▸ Work to complete
Below this line is a set of entries; quote exactly the lines from the line that contains "Binary file added: assets/fonts/Montserrat-BlackItalic.ttf" to the line that contains "Not shown, added: assets/fonts/Montserrat-ExtraBold.ttf.import", both lines included.

▸ Saved entries
○ ○ ○ ○ ○ ○ ○

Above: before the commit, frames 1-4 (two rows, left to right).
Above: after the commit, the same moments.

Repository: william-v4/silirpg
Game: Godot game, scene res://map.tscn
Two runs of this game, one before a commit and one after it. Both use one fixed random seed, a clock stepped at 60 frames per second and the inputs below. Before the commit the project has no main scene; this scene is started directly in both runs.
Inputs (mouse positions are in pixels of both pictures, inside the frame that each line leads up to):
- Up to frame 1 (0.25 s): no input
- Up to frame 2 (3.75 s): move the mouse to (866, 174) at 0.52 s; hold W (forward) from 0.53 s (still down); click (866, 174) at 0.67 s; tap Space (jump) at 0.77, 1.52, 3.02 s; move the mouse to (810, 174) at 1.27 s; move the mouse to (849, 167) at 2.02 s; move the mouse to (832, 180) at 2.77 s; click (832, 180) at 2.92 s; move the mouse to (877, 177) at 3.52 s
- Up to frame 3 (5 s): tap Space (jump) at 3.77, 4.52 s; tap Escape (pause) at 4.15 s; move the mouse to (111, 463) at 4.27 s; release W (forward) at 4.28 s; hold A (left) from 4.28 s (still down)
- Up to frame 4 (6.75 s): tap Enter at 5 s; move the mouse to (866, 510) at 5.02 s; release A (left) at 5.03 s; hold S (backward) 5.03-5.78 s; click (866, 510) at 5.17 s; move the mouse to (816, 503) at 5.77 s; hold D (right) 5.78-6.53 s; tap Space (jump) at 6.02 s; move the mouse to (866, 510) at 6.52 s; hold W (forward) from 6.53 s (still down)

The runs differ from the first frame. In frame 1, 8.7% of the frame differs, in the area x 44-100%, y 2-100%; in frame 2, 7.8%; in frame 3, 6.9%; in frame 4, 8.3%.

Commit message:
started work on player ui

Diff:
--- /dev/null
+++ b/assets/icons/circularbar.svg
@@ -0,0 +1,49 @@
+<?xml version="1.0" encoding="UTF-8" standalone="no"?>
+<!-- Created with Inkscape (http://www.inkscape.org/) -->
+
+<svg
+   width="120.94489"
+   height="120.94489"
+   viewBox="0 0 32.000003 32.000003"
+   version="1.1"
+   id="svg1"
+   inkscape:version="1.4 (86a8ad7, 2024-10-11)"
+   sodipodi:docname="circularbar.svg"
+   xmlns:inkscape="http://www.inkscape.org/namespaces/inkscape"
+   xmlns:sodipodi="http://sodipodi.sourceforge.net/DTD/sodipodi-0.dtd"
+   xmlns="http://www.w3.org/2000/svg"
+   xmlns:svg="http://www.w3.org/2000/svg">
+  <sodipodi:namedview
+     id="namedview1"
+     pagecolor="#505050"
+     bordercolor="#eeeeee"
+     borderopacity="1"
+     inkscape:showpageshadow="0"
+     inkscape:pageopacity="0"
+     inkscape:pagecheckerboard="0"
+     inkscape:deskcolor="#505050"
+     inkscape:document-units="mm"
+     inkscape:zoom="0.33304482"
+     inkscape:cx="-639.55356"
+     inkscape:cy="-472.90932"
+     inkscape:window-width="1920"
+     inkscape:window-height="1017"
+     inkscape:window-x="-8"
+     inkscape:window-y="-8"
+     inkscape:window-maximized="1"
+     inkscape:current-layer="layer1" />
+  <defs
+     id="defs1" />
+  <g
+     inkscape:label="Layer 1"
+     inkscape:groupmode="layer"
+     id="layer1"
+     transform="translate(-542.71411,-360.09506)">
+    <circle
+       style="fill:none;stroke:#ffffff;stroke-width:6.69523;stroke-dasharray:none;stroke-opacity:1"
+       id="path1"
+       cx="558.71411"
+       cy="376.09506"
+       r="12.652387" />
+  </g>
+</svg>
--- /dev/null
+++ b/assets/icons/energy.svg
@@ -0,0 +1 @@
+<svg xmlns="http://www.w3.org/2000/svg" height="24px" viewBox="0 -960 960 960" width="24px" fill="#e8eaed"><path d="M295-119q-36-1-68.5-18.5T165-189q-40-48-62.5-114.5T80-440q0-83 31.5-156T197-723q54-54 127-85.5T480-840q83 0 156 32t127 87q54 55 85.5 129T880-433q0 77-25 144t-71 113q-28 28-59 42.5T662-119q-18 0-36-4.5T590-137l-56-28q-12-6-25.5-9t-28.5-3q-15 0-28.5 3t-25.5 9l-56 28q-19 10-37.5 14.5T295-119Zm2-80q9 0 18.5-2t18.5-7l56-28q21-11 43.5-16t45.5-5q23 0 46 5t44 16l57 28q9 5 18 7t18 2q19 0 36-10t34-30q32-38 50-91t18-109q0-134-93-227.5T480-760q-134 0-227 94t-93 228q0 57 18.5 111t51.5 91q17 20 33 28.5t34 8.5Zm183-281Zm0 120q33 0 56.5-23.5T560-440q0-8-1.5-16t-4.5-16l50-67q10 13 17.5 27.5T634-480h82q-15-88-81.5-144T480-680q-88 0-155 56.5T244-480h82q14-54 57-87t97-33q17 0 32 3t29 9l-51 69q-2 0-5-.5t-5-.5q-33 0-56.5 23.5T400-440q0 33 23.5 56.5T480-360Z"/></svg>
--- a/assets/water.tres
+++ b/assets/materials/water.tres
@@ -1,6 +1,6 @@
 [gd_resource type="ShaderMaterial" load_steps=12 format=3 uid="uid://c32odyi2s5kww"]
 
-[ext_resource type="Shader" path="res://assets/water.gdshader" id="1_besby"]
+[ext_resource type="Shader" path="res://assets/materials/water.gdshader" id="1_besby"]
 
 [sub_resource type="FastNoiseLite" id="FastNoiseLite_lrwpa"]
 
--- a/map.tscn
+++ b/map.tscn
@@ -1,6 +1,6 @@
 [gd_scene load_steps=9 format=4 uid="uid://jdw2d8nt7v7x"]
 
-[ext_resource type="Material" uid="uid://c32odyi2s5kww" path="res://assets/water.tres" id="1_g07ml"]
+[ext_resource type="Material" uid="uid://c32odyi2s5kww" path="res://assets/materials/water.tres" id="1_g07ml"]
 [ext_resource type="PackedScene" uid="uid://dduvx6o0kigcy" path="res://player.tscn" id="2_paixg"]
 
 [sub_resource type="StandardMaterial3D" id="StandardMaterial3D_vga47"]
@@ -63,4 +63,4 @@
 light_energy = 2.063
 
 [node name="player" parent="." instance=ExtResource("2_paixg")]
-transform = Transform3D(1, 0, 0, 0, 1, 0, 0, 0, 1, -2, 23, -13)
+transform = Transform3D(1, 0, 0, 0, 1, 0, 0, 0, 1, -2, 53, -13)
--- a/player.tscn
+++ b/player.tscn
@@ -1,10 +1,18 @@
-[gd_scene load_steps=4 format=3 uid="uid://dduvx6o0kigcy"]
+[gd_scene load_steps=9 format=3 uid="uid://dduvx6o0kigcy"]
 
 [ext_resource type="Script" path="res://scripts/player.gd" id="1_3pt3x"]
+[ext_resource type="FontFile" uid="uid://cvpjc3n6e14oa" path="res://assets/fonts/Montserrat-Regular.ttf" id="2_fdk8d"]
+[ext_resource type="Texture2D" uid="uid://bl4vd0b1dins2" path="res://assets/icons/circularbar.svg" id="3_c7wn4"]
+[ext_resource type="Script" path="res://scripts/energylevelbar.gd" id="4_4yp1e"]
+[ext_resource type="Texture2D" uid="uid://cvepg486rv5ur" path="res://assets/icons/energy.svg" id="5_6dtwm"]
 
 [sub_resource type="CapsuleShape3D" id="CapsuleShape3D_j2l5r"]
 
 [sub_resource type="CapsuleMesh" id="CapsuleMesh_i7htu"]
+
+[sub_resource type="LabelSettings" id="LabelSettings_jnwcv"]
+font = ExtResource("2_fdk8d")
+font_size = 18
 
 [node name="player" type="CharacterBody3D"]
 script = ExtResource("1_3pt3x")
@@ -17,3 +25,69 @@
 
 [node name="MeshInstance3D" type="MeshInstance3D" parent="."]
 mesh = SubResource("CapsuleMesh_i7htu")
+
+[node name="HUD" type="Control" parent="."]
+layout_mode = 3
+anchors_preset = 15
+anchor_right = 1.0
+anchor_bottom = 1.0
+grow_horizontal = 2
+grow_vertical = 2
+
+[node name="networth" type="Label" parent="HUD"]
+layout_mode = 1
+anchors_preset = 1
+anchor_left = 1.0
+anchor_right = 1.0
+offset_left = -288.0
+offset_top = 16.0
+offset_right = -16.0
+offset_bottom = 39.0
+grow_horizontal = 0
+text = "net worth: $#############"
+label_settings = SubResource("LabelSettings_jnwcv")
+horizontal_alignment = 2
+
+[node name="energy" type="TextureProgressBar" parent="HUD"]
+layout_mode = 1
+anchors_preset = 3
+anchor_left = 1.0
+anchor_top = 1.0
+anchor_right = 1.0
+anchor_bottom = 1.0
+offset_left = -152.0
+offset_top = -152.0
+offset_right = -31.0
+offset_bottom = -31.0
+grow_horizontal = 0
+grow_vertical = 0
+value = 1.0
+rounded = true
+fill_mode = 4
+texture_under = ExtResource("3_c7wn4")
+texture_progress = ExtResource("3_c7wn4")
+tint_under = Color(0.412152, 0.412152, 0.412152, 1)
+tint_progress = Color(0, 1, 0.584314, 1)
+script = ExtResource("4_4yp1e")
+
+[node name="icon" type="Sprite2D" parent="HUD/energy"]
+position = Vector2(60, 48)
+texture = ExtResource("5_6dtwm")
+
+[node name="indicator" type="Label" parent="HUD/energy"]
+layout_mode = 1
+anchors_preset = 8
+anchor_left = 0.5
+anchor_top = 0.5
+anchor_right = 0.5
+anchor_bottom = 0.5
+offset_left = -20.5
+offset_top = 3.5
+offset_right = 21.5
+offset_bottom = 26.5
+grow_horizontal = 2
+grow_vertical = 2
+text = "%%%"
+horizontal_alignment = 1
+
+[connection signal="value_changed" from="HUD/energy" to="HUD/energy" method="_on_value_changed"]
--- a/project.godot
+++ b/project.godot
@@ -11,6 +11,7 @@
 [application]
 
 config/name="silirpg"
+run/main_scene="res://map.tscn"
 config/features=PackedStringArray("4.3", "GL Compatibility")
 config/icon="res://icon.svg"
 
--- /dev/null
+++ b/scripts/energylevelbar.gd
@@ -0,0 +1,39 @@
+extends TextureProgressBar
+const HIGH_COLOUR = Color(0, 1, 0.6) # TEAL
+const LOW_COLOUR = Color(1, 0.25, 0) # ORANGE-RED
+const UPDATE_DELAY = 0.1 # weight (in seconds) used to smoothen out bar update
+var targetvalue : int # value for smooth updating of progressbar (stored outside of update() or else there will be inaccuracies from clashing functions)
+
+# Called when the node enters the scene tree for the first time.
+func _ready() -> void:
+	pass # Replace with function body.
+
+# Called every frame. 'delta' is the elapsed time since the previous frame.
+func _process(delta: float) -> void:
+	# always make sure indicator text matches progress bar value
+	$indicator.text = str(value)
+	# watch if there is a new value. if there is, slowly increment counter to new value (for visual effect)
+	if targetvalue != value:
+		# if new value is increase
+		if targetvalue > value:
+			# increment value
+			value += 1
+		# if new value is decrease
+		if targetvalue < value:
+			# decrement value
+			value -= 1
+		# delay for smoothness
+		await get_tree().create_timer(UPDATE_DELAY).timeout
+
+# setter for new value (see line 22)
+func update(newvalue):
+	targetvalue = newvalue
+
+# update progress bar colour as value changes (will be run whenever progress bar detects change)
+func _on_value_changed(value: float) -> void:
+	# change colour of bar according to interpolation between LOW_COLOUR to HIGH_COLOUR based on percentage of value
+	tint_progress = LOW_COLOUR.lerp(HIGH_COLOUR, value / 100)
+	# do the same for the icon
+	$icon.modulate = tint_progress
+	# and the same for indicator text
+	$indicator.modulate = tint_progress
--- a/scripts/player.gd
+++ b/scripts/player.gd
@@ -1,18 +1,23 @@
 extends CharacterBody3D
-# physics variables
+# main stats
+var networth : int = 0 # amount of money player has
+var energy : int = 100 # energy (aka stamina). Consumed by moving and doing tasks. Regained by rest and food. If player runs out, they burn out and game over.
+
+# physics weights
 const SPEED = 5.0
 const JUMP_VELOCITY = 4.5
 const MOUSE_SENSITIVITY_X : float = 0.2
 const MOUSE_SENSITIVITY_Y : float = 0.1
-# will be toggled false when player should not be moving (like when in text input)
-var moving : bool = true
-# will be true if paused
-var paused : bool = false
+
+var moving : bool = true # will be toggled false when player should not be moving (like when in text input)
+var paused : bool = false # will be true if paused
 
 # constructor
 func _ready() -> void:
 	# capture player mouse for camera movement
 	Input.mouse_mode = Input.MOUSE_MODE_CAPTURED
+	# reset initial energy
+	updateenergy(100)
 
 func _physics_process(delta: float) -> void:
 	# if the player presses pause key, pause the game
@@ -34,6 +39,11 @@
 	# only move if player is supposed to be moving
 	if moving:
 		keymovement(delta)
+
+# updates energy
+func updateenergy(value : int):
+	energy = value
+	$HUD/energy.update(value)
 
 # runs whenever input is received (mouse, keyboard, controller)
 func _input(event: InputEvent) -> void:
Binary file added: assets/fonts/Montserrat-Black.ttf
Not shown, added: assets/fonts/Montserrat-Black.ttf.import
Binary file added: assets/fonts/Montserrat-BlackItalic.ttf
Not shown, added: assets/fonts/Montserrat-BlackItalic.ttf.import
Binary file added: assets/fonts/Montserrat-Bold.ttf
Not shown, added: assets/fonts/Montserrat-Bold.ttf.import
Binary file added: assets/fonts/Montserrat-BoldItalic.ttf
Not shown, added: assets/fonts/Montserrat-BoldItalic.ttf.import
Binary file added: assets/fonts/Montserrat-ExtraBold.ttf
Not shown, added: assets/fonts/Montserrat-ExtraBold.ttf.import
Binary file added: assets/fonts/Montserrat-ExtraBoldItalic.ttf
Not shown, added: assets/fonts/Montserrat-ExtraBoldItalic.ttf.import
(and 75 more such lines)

○ ○ ○ ○ ○ ○ ○

▸ Your solution
Binary file added: assets/fonts/Montserrat-BlackItalic.ttf
Not shown, added: assets/fonts/Montserrat-BlackItalic.ttf.import
Binary file added: assets/fonts/Montserrat-Bold.ttf
Not shown, added: assets/fonts/Montserrat-Bold.ttf.import
Binary file added: assets/fonts/Montserrat-BoldItalic.ttf
Not shown, added: assets/fonts/Montserrat-BoldItalic.ttf.import
Binary file added: assets/fonts/Montserrat-ExtraBold.ttf
Not shown, added: assets/fonts/Montserrat-ExtraBold.ttf.import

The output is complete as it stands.